> Exercise instructions
Where the records below begin, start copying, and stop after the line that contains "print(info)"; reproduce every line exactly but omit pictures.

*** Available records ***

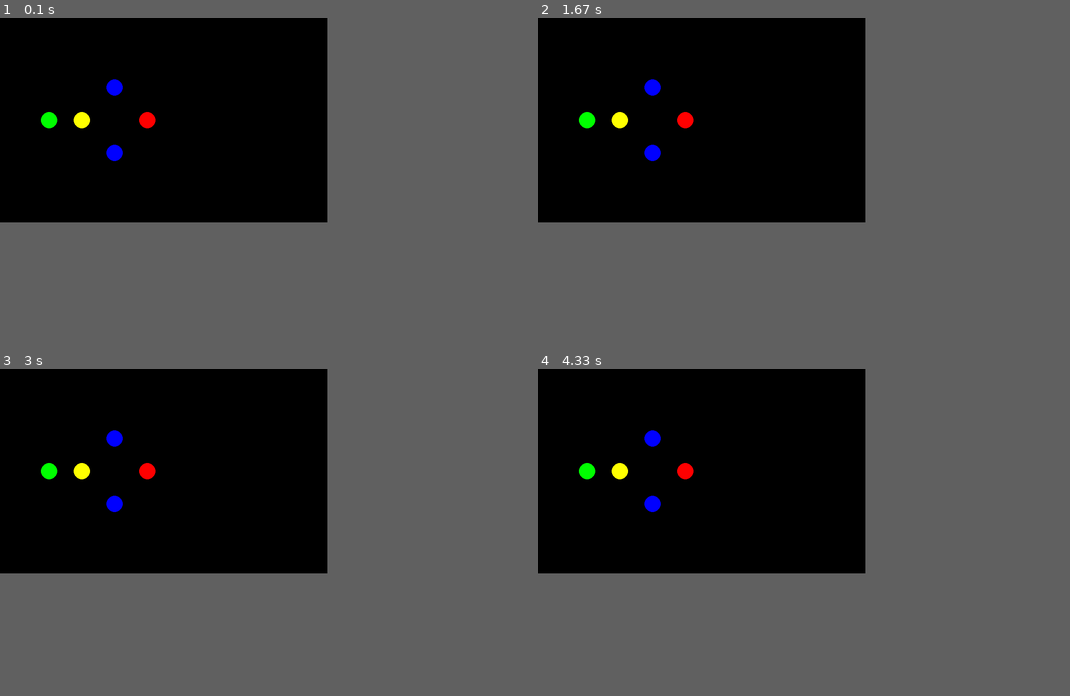
Above: before the commit, frames 1-4 (two rows, left to right).
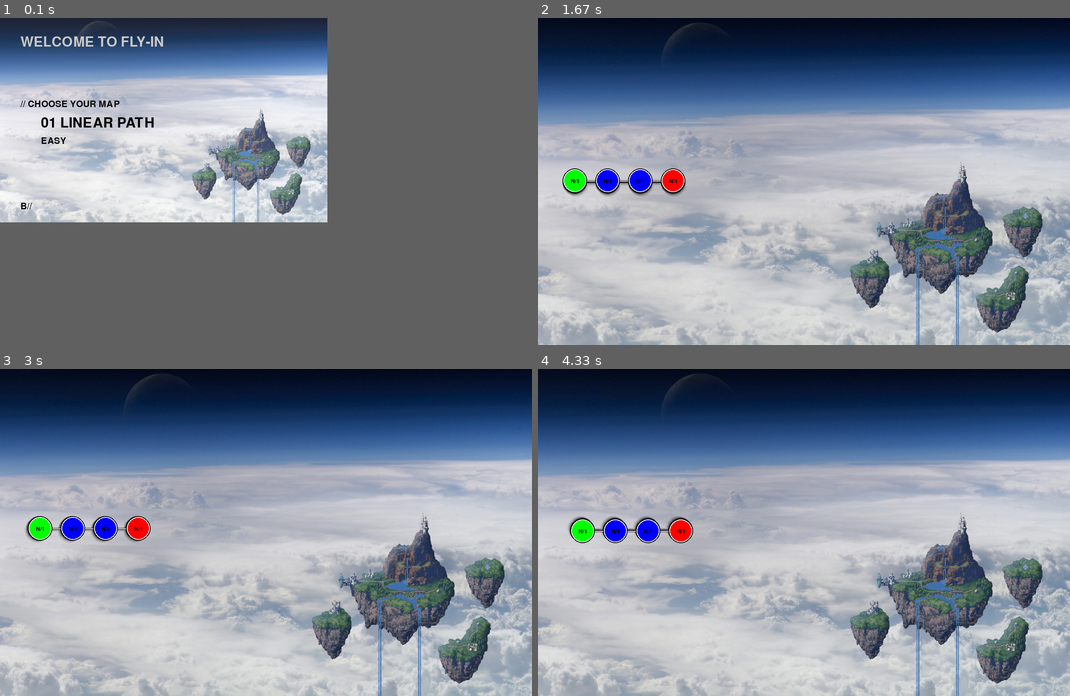
Above: after the commit, the same moments.

Repository: bilalium1/fly-in
Game: pygame game, started from main.py
The game is run twice, just before and just after one commit, with the same random seed, the same clock (stepped at 60 frames per second) and the same inputs.
Inputs:
- Up to frame 1 (0.1 s): no input
- Up to frame 2 (1.67 s): tap Enter at 0.33 s
- Up to frame 3 (3 s): no input
- Up to frame 4 (4.33 s): no input
In frame 2 the window is 800x500 before the commit and 1300x800 after it. Grey fills any space a smaller window leaves; there, only what the larger window draws over its background counts as a difference.

The runs differ from the first frame. In frame 1, 38% of the frame differs, in the area x 0-62%, y 0-63%; in frame 2, 73%; in frame 3, 73%, in the area x 0-100%, y 0-100%; in frame 4, 73%.

Commit message:
wow looks cool ig

Diff:
--- a/main.py
+++ b/main.py
@@ -1,14 +1,19 @@
 from parser import parse
 from visualizer.pygame_vis import viz
+from visualizer.menu_vis import menu_viz
+
+maps = [
+    "maps/easy/01"
+]
 
 def main():
 
     print("\n[B//] WELCOME TO FLY-IN\n")
     print("[+//] RUNNING PARSING TEST...\n")
-    info = parse("maps/easy/02_simple_fork.txt")
-
+    map = menu_viz()
+    info = parse(map)
+    viz(info)
     print(info)
-    viz(info)
 
 
 
--- a/parser.py
+++ b/parser.py
@@ -13,11 +13,18 @@
 # connection: waypoint1-waypoint2
 # connection: waypoint2-goal
 
+zones = [
+    "normal",
+    "blocked",
+    "restricted",
+    "priority"
+]
+
 def parse(file_name: str):
 
     info = {"nb_drones": 0,
             "hubs": dict(),
-            "connections": dict()}
+            "connections": []}
 
     with open(file_name, "r") as f:
         lines = f.readlines()
@@ -38,17 +45,32 @@
                 info["nb_drones"] = int(sp[1])
 
             if sp[0].endswith("hub"):
-                print("hh")
-                hub_sp = sp[1].strip().split(" ")
+                hub_sp = sp[1].strip().split(" ", 3)
                 print(hub_sp)
                 name = hub_sp[0]
                 x = int(hub_sp[1])
                 y = int(hub_sp[2])
-                color = hub_sp[3].split("=")[1].replace("]", "")
-                info["hubs"].update({name: (x, y, color)})
+
+                meta = {"color": 'grey', "zone": "normal", "max_drones": 1}
+                meta_sp = hub_sp[3].strip("[]").split(" ")
+                print(meta_sp)
+                for m in meta_sp:
+                    m_sp = m.split("=")
+                    print(m_sp)
+                    if m_sp[0] == "color":
+                        meta.update({"color": m_sp[1]})
+                    elif m_sp[0] == "zone":
+                        if m_sp[1] not in zones:
+                            m_sp[1] = "normal"
+                        meta.update({"zone": m_sp[1]})
+                    elif m_sp[0] == "max_drones":
+                        print("HAAAA: ", m_sp[1])
+                        meta.update({"max_drones": int(m_sp[1])})
+
+                info["hubs"].update({name: (x, y, meta)})
 
             if sp[0] == "connection":
-                con_sp = sp[1].strip().split("-")
-                info["connections"].update({con_sp[0]:con_sp[1]})
+                con_sp = sp[1].strip().split(" ")[0].split('-')
+                info["connections"].append((con_sp[0], con_sp[1]))
 
     return info
--- /dev/null
+++ b/visualizer/menu_vis.py
@@ -0,0 +1,79 @@
+import pygame
+import colorsys
+import math
+import time
+
+maps = [
+    "maps/easy/01_linear_path.txt",
+    "maps/easy/02_simple_fork.txt",
+    "maps/easy/03_basic_capacity.txt",
+
+    "maps/medium/01_dead_end_trap.txt",
+    "maps/medium/02_circular_loop.txt",
+    "maps/medium/03_priority_puzzle.txt",
+
+    "maps/hard/01_maze_nightmare.txt",
+    "maps/hard/02_capacity_hell.txt",
+    "maps/hard/03_ultimate_challenge.txt",
+
+    "maps/challenger/01_the_impossible_dream.txt"
+]
+
+def menu_viz():
+    #pygame setup
+    hue = 0
+
+    pygame.init()
+    screen = pygame.display.set_mode((800, 500))
+    clock = pygame.time.Clock()
+    running = True
+
+    img = pygame.image.load("crono.jpg").convert()
+    img = pygame.transform.scale(img, screen.get_size())
+    pygame.font.init()
+    big_font = pygame.font.SysFont('Montserrat Black', 50)
+    small_font = pygame.font.SysFont('Montserrat Regular', 32)
+    i = 0
+    current_map = maps[i]
+    n_maps = len(maps)
+
+    while running:
+        for event in pygame.event.get():
+            if event.type == pygame.QUIT:
+                running = False
+            elif event.type == pygame.KEYDOWN:
+                if event.key == pygame.K_RIGHT:
+                    i = (i + 1) % n_maps
+                if event.key == pygame.K_LEFT:
+                    i = (i - 1) % n_maps
+                current_map = maps[i]
+                if event.key == pygame.K_RETURN:
+                    return (current_map)
+
+        # fill screen with color to wipe away anything from last frame
+        screen.blit(img, (0,0))
+
+        header = big_font.render("WELCOME TO FLY-IN", True, (200,200,200))
+        header_sh = big_font.render("WELCOME TO FLY-IN", True, (50,50,80))
+        header_hs = big_font.render("WELCOME TO FLY-IN", True, (5,5,8))
+        choose = small_font.render("// CHOOSE YOUR MAP", True, (10,10,12))
+        diff = small_font.render(current_map.split("/")[1].upper(), True, (10,10,12))
+        map = big_font.render(current_map.split("/")[2][:-4].replace("_", " ").upper(), True, (0,0,0))
+        credit = small_font.render("B//", True, (10,10,12))
+        screen.blit(header_hs, (50, 50 + math.sin(time.time() * 3 - 0.5) * 8))
+        screen.blit(header_sh, (50, 50 + math.sin(time.time() * 3 - 0.2) * 8))
+        screen.blit(header, (50, 50 + math.sin((time.time()) * 3) * 8))
+        screen.blit(choose, (50, 200))
+        screen.blit(map, (100, 240))
+        screen.blit(diff, (100, 290))
+
+        screen.blit(credit, (50, 450))
+
+        # RENDER GAME HERE
+
+        pygame.display.flip()
+
+        clock.tick(30) # RUNS AT 60 FPS
+
+    pygame.quit()
+    return ()
--- a/visualizer/pygame_vis.py
+++ b/visualizer/pygame_vis.py
@@ -1,15 +1,46 @@
 import pygame
+import colorsys
 import math
 import time
 
+def get_furthest_x(curr_scale, info, screen_x, screen_y):
+
+    X = max([nfo[0] for h, nfo in info['hubs'].items()])
+    Y = max([nfo[1] for h, nfo in info['hubs'].items()])
+
+    while (X * curr_scale > screen_x - 50):
+        curr_scale -= 5
+
+    while (Y * curr_scale > screen_y - screen_y // 2):
+        curr_scale -= 5
+
+    return curr_scale
+
 def viz(info):
     #pygame setup
+    hue = 0
+
+    SCALE = 80
+    Y_SCALE = 20
+
+    SCREEN_X = 1300
+    SCREEN_Y = 800
+
+    SCALE = get_furthest_x(SCALE, info, SCREEN_X, SCREEN_Y)
+
     pygame.init()
-    screen = pygame.display.set_mode((800, 500))
+    screen = pygame.display.set_mode((SCREEN_X, SCREEN_Y))
     clock = pygame.time.Clock()
     running = True
 
-    player_pos = pygame.Vector2(120, screen.get_height() / 2)
+    img = pygame.image.load("crono.jpg").convert()
+    img = pygame.transform.scale(img, screen.get_size())
+    img.set_alpha(10)
+    pygame.font.init()
+
+    offset = pygame.Vector2(0,0)
+
+    player_pos = pygame.Vector2(100, screen.get_height() / 2)
 
     while running:
         for event in pygame.event.get():
@@ -17,13 +48,41 @@
                 running = False
 
         # fill screen with color to wipe away anything from last frame
-        screen.fill("black")
+        screen.blit(img, (0,0))
+        my_font = pygame.font.SysFont('Montserrat Bold', 21)
+        texts = []
+
+        offset = pygame.Vector2(math.cos(time.time()) * 10, math.sin(time.time()) * 10)
+
+        for cn1, cn2 in info["connections"]:
+            start_pos = pygame.Vector2(
+                player_pos.x + info["hubs"][cn1][0] * SCALE,
+                player_pos.y + info["hubs"][cn1][1] * (SCALE + Y_SCALE)) + offset
+            end_pos = pygame.Vector2(
+                player_pos.x + info["hubs"][cn2][0] * SCALE,
+                player_pos.y + info["hubs"][cn2][1] * (SCALE + Y_SCALE)) + offset
+            pygame.draw.line(screen, 'black', start_pos, end_pos, SCALE // 40 + 2)
+            pygame.draw.line(screen, 'white', start_pos, end_pos, SCALE // 40)
 
         for hub, nfo in info["hubs"].items():
-            x = player_pos.x + (nfo[0] * 80)
-            y = player_pos.y + (nfo[1] * 80)
-            pos = pygame.Vector2(x, y)
-            pygame.draw.circle(screen, nfo[2], pos, 20)
+            x = player_pos.x + (nfo[0] * SCALE)
+            y = player_pos.y + (nfo[1] * (SCALE + Y_SCALE))
+            pos = pygame.Vector2(x, y) + offset
+            color = nfo[2]['color']
+            zone = nfo[2]['zone']
+            max_dones = nfo[2]['max_drones']
+            pygame.draw.circle(screen, 'black', pos, SCALE // 3 + 4)
+            pygame.draw.circle(screen, 'white', pos, SCALE // 3 + 2)
+            if color == 'rainbow':
+                hue += 0.01
+                r, g, b = colorsys.hsv_to_rgb(hue, 1, 1)
+                color = (int(r*255), int(g*255), int(b*255))
+                pygame.draw.circle(screen, color, pos, SCALE // 3)
+            else:
+                pygame.draw.circle(screen, color, pos, SCALE // 3)
+            text = my_font.render(zone.upper()[0] + "/" + str(max_dones), False, (255,255,255) if color == 'black' else (0,0,0))
+            screen.blit(text, pos + pygame.Vector2(-10,-6))
+
 
         # RENDER GAME HERE
 
Binary file added: crono.jpg
Not shown, changed: .gitignore

*** End of Available records ***

> Written solution
Above: before the commit, frames 1-4 (two rows, left to right).
Above: after the commit, the same moments.

Repository: bilalium1/fly-in
Game: pygame game, started from main.py
The game is run twice, just before and just after one commit, with the same random seed, the same clock (stepped at 60 frames per second) and the same inputs.
Inputs:
- Up to frame 1 (0.1 s): no input
- Up to frame 2 (1.67 s): tap Enter at 0.33 s
- Up to frame 3 (3 s): no input
- Up to frame 4 (4.33 s): no input
In frame 2 the window is 800x500 before the commit and 1300x800 after it. Grey fills any space a smaller window leaves; there, only what the larger window draws over its background counts as a difference.

The runs differ from the first frame. In frame 1, 38% of the frame differs, in the area x 0-62%, y 0-63%; in frame 2, 73%; in frame 3, 73%, in the area x 0-100%, y 0-100%; in frame 4, 73%.

Commit message:
wow looks cool ig

Diff:
--- a/main.py
+++ b/main.py
@@ -1,14 +1,19 @@
 from parser import parse
 from visualizer.pygame_vis import viz
+from visualizer.menu_vis import menu_viz
+
+maps = [
+    "maps/easy/01"
+]
 
 def main():
 
     print("\n[B//] WELCOME TO FLY-IN\n")
     print("[+//] RUNNING PARSING TEST...\n")
-    info = parse("maps/easy/02_simple_fork.txt")
-
+    map = menu_viz()
+    info = parse(map)
+    viz(info)
     print(info)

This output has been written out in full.